▶ _Directions for this task_
Tally the lines below that include the string "roadtypes". Reply with the total only.
=== Section Start ===
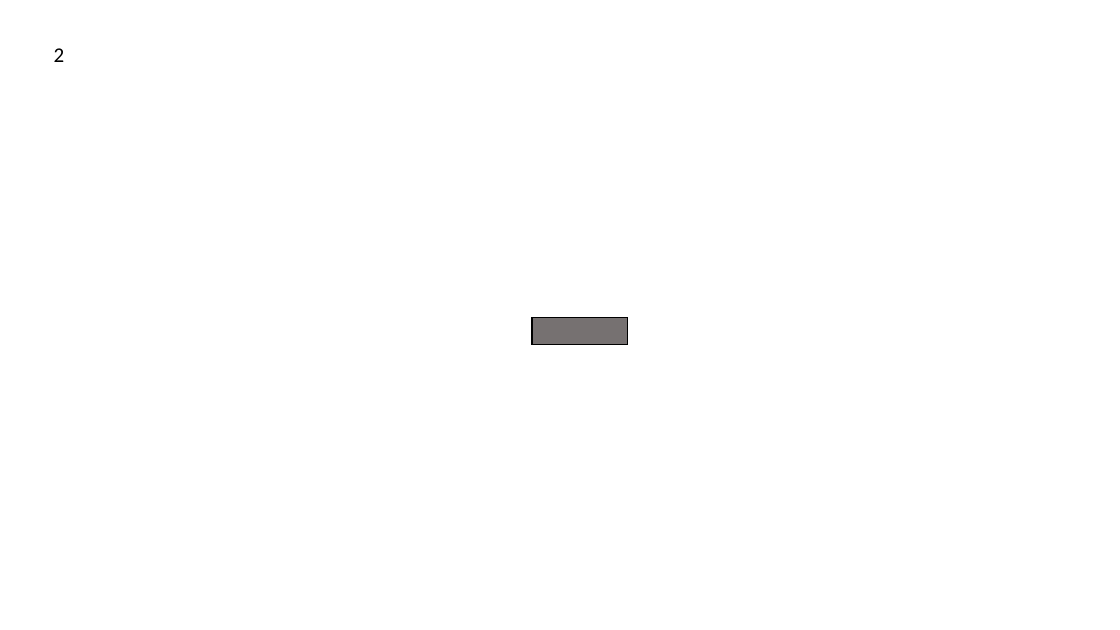
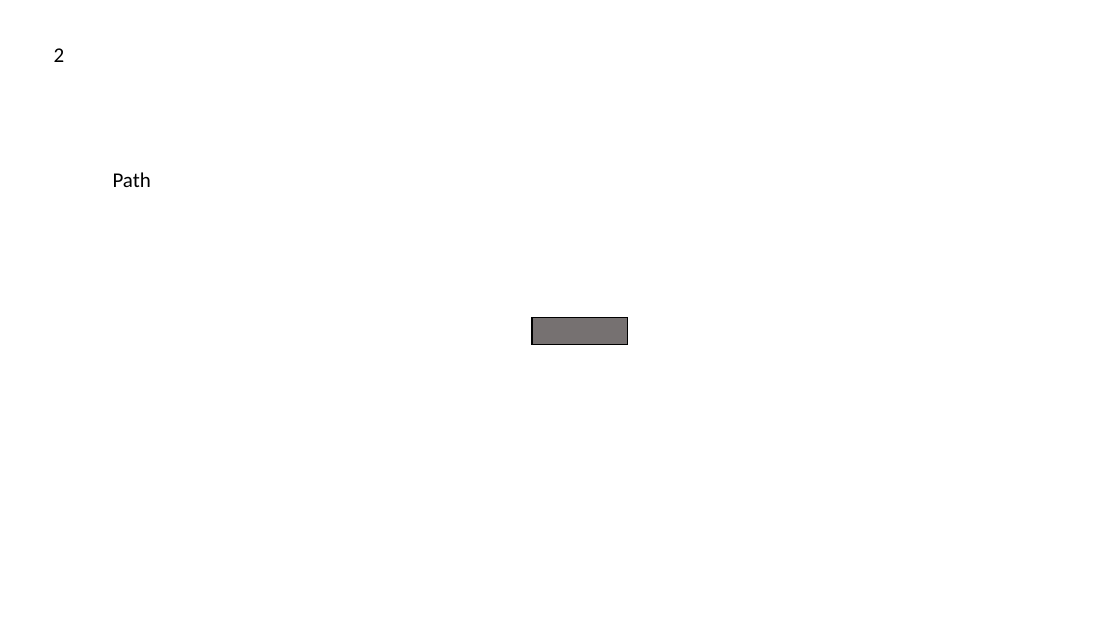
Before and after one commit to cyipt/cyipt, a slide deck: slide 2 of roadtypes.pptx. Drawn at 1120x630 pixels with LibreOffice and Linux fonts; fonts in the diff are those of the drawing. Boxes give left, top, right and bottom in pixels: in the first picture for what was removed or moved away, otherwise in the second. Text is boxed around its words. In the diff, an @@ line names an element or a change of style, - is before the commit and + after.

```diff
--- a/roadtypes.pptx
+++ b/roadtypes.pptx
@@ text added at box(113, 172, 151, 187), 18 pt, text #000000 @@
+Path
```
Also in this commit, not shown: 3 other slides changed, 9 slides added, 29 other files.
=== Section End ===
▶ _Solution for this exercise_
3